Não consigo controlar a enxurrada de emoções que se concentram em meu peito. Cada vez que repasso o que acabei de ver em minha mente, é como se mais lembranças como essa surgissem, mas eu não consigo acessá-las. Por mais que eu tente, é como se houvesse um nevoeiro dentro da minha cabeça.

Quando meus olhos retornam a se abrir, eu me deparo com um calendário a minha frente, que ainda não havia percebido. Por algum motivo meus olhos recaem exatamente no dia atual; quarta feira.

Puta merda... Eu tenho um sobressalto, cada parte do meu corpo ficando gelada.

Eu apaguei desde domingo?

Eu passei três dias em um sono profundo? Eu passei três dias desligada do mundo?

Ah, merda...

Eu quase caio para trás quando me dou conta de que deixei Scarlett sozinha na casa de Dominic. E eu nem sei o que aconteceu com ele...

Holly deve ter ligado para Célia por não ter me encontrado em casa. Ou a escola fez isso, já que matei três dias de aula. Então, Cape Girardeau está toda atrás de mim...

No segundo seguinte eu já me encontro calçando um tênis qualquer de Benjamin, com mãos trêmulas e um coração a ponto de deixar meu corpo em apenas alguns instantes.

Eu preciso encontrá-la. Eu preciso ver se está bem. Ela é minha responsabilidade. Eu morreria se algo acontecesse com ela, sendo minha culpa.

Um tremor percorre meu corpo quando me lembro do pacote que recebi. Meu suposto perseguidor me mandou fotos da minha irmã na escola. Não basta ter somente eu em sua mira, mas Sky também. Ele sabe que, se a tiver, ele me tem na palma de sua mão. E isso me assusta mais a cada segundo.

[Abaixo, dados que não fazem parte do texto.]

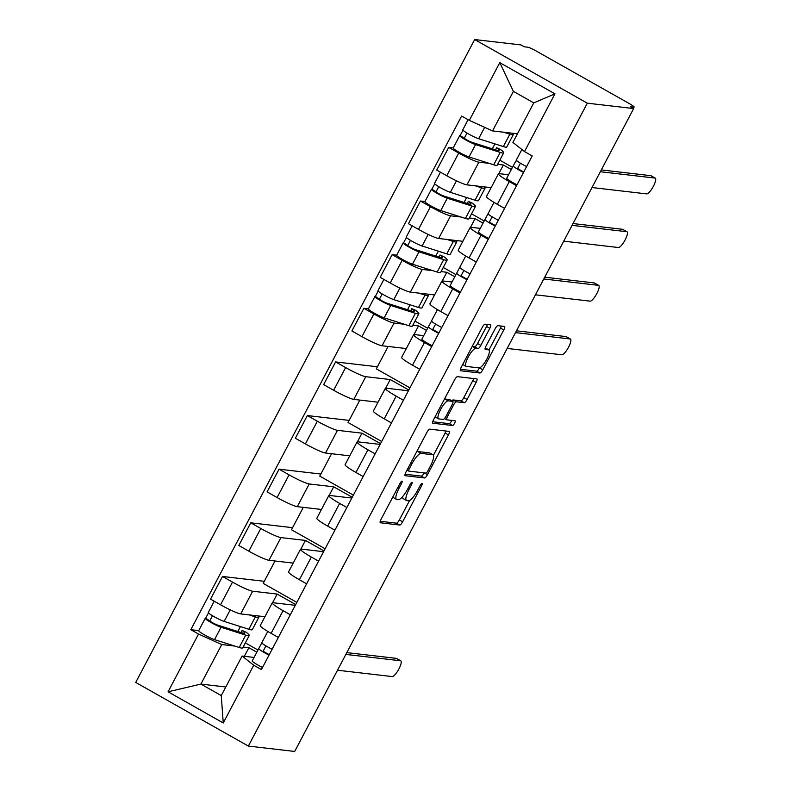 <?xml version="1.0" encoding="UTF-8"?>
<svg xmlns="http://www.w3.org/2000/svg" width="791" height="791" viewBox="0 0 791 791"><rect width="100%" height="100%" fill="white"/><g stroke="black" fill="none" stroke-linecap="round" stroke-linejoin="round"><path stroke-width="1.19" d="M401.976 481.155A2.689 0.702 119.5 0 0 399.979 483.43L381.074 519.282A3.836 1.009 119.5 0 0 380.263 522.752A3.836 1.009 119.5 0 0 380.372 522.782L399.771 525.036A3.836 1.009 119.5 0 0 402.629 521.783L421.534 485.931A2.689 0.702 119.5 0 0 422.097 483.509A2.689 0.702 119.5 0 0 422.028 483.479A2.689 0.702 119.5 0 0 420.021 485.753L417.579 490.4A12.28 3.223 119.5 0 1 408.433 500.792L406.821 500.604A12.28 3.223 119.5 0 1 406.475 500.495A12.28 3.223 119.5 0 1 409.066 489.411L411.508 484.764A2.689 0.702 119.5 0 0 412.081 482.342A2.689 0.702 119.5 0 0 412.002 482.322A2.689 0.702 119.5 0 0 410.005 484.596L407.553 489.233A12.28 3.223 119.5 0 1 398.417 499.635L396.795 499.447A12.28 3.223 119.5 0 1 396.449 499.329A12.28 3.223 119.5 0 1 399.04 488.245L401.492 483.608A2.689 0.702 119.5 0 0 402.055 481.175A2.689 0.702 119.5 0 0 401.976 481.155M489.827 328.324A3.836 1.009 119.5 0 0 490.628 324.854A3.836 1.009 119.5 0 0 490.519 324.824L485.081 324.191A3.836 1.009 119.5 0 0 482.223 327.434L461.232 367.261A3.836 1.009 119.5 0 0 460.421 370.722A3.836 1.009 119.5 0 0 460.53 370.761L479.929 373.006A3.836 1.009 119.5 0 0 482.787 369.763L503.778 329.936A3.836 1.009 119.5 0 0 504.589 326.475A3.836 1.009 119.5 0 0 504.48 326.446L497.905 325.674A3.836 1.009 119.5 0 0 495.047 328.927L486.06 345.974A3.836 1.009 119.5 0 0 485.259 349.434A3.836 1.009 119.5 0 0 485.358 349.464L488.62 349.849A10.263 2.689 119.5 0 1 488.907 349.938A10.263 2.689 119.5 0 1 486.475 359.707A10.263 2.689 119.5 0 1 479.099 367.904L466.334 366.421A10.263 2.689 119.5 0 1 466.047 366.332A10.263 2.689 119.5 0 1 468.48 356.563A10.263 2.689 119.5 0 1 475.856 348.366L477.982 348.613A3.836 1.009 119.5 0 0 480.839 345.36L489.827 328.324L486.534 326.465A3.836 1.009 119.5 0 0 487.375 324.458M587.317 103.176L633.65 108.555L294.687 751.45L248.354 746.071L587.317 103.176L474.669 39.55L135.716 682.445L248.354 746.071M429.75 429.137A3.836 1.009 119.5 0 0 426.893 432.39L405.902 472.207A3.836 1.009 119.5 0 0 405.091 475.678A3.836 1.009 119.5 0 0 405.2 475.707L424.589 477.962A3.836 1.009 119.5 0 0 427.447 474.709L448.448 434.892A3.836 1.009 119.5 0 0 449.248 431.421A3.836 1.009 119.5 0 0 449.15 431.392L429.75 429.137M433.567 419.734L454.558 379.917A3.836 1.009 119.5 0 1 457.416 376.664L476.815 378.919A3.836 1.009 119.5 0 1 476.924 378.948A3.836 1.009 119.5 0 1 476.113 382.419L467.125 399.455A3.836 1.009 119.5 0 1 464.268 402.708L456.397 401.788A3.836 1.009 119.5 0 0 453.55 405.041L447.587 416.343A3.836 1.009 119.5 0 0 446.777 419.813A3.836 1.009 119.5 0 0 446.885 419.843L455.072 420.802A2.689 0.702 119.5 0 1 455.151 420.822A2.689 0.702 119.5 0 1 454.509 423.373A2.689 0.702 119.5 0 1 452.581 425.518L432.865 423.234A3.836 1.009 119.5 0 1 432.756 423.195A3.836 1.009 119.5 0 1 433.567 419.734M633.65 108.555L630.368 106.696L633.769 107.092A7.821 0.831 27.8 0 0 634.115 107.032A7.821 0.831 27.8 0 0 629.399 103.641L536.456 51.148A7.821 0.831 27.8 0 0 527.686 47.183L524.285 46.788L521.002 44.929L474.669 39.55M290.317 614.755L283.079 610.672A17.975 1.908 -152.2 0 1 272.223 602.871L260.269 625.562A17.975 1.908 27.8 0 0 271.115 633.364L278.353 637.447M295.696 604.551L277.147 594.071L252.665 591.223A17.975 1.908 -152.2 0 1 232.505 582.107L220.541 604.799A17.975 1.908 27.8 0 0 240.701 613.915L264.926 616.723M220.541 604.799L210.525 599.143L222.489 576.451L264.303 581.306M272.223 602.871A17.975 1.908 -152.2 0 1 273.024 602.722L295.3 605.313M275.011 560.987L263.205 583.382L296.843 602.386M232.505 582.107L222.489 576.451M318.595 561.126L311.357 557.042A17.975 1.908 -152.2 0 1 300.501 549.241L288.537 571.933A17.975 1.908 27.8 0 0 299.394 579.734L306.631 583.817M292.581 527.676L250.767 522.811L238.803 545.503L248.819 551.169A17.975 1.908 27.8 0 0 268.98 560.285L293.204 563.093M300.501 549.241A17.975 1.908 -152.2 0 1 301.302 549.092L323.568 551.683M303.289 507.347L291.483 529.752L325.111 548.756M323.974 550.912L305.425 540.431L280.943 537.593A17.975 1.908 -152.2 0 1 260.783 528.477L250.767 522.811M346.873 507.496L339.636 503.402A17.975 1.908 -152.2 0 1 328.779 495.611L316.815 518.303A17.975 1.908 27.8 0 0 327.672 526.094L334.909 530.188M320.859 474.036L279.045 469.182L267.081 491.873L277.097 497.529A17.975 1.908 27.8 0 0 297.258 506.655L321.472 509.463M328.779 495.611A17.975 1.908 -152.2 0 1 329.58 495.463L351.847 498.043M331.567 453.718L319.762 476.123L353.389 495.117M352.252 497.282L333.693 486.801L309.212 483.963A17.975 1.908 -152.2 0 1 289.061 474.837L279.045 469.182M375.142 453.856L367.914 449.772A17.975 1.908 -152.2 0 1 357.057 441.981L345.094 464.663A17.975 1.908 27.8 0 0 355.95 472.464L363.178 476.548M349.138 420.407L307.323 415.552L295.359 438.244L305.375 443.899A17.975 1.908 27.8 0 0 325.526 453.016L349.751 455.834M357.057 441.981A17.975 1.908 -152.2 0 1 357.858 441.833L380.125 444.413M359.846 400.088L348.03 422.493L381.667 441.487M380.53 443.652L361.971 433.171L337.49 430.324A17.975 1.908 -152.2 0 1 317.339 421.207L307.323 415.552M403.42 400.226L396.192 396.143A17.975 1.908 -152.2 0 1 385.336 388.341L373.372 411.033A17.975 1.908 27.8 0 0 384.228 418.835L391.456 422.918M377.406 366.777L335.602 361.922L323.638 384.614L333.654 390.27A17.975 1.908 27.8 0 0 353.804 399.386L378.029 402.204M385.336 388.341A17.975 1.908 -152.2 0 1 386.137 388.193L408.403 390.784M388.124 346.458L376.308 368.853L409.946 387.857M408.809 390.022L390.25 379.542L365.768 376.694A17.975 1.908 -152.2 0 1 345.618 367.578L335.602 361.922M431.698 346.596L424.47 342.513A17.975 1.908 -152.2 0 1 413.614 334.712L401.65 357.403A17.975 1.908 27.8 0 0 412.507 365.205L419.734 369.288M368.408 308.816L363.87 308.292L351.906 330.974L361.922 336.64A17.975 1.908 27.8 0 0 382.083 345.756L406.307 348.564M413.614 334.712A17.975 1.908 -152.2 0 1 414.405 334.563L423.729 335.651M414.988 321.097L427.634 328.245M404.389 324.261L394.047 323.064A17.975 1.908 -152.2 0 1 373.886 313.948L363.87 308.292M426.497 330.411L418.528 325.912L412.803 325.239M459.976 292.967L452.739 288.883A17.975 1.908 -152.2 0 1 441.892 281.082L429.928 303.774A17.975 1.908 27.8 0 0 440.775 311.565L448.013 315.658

Eu tomo alguns goles de ar e voo em direção à porta. Eu a destranco, mas quando estou prestes a sair, meus olhos pairam sobre um espelho ao lado dela, e meu coração mais uma vez dá um salto dentro do meu peito, acompanhado de um grito.

─ Mas que diabos... – Eu checo o reflexo dos meus olhos.

Até aquele momento eu ainda não havia cogitado a ideia de uma possível transformação. Eu ainda não havia parado para pensar no quanto isso é aterrorizante. No quanto parece insano se transformar em um lobo. Uma coisa é ver Hayden, Benjamin, Jesse, ou seja quem for, transmutar da forma humana para a de um lobo. Outra totalmente diferente é ver que isso vai acontecer com você. E parece que logo...

Eu me aproximo mais do espelho, vendo meu reflexo de perto. Não há mais o azul em meus olhos, como havia visto antes. Na verdade não há mais cor alguma. A íris, a pupila e a esclera, ou qualquer outra coisa; tudo deu lugar ao preto. Meus olhos estão tão negros, que parece que há um espaço vazio e oco ali. Eu nunca vi isso em lugar algum. Por mais que minha experiência com lobos seja um pouco limitada, eu nunca vi isso em nenhum deles.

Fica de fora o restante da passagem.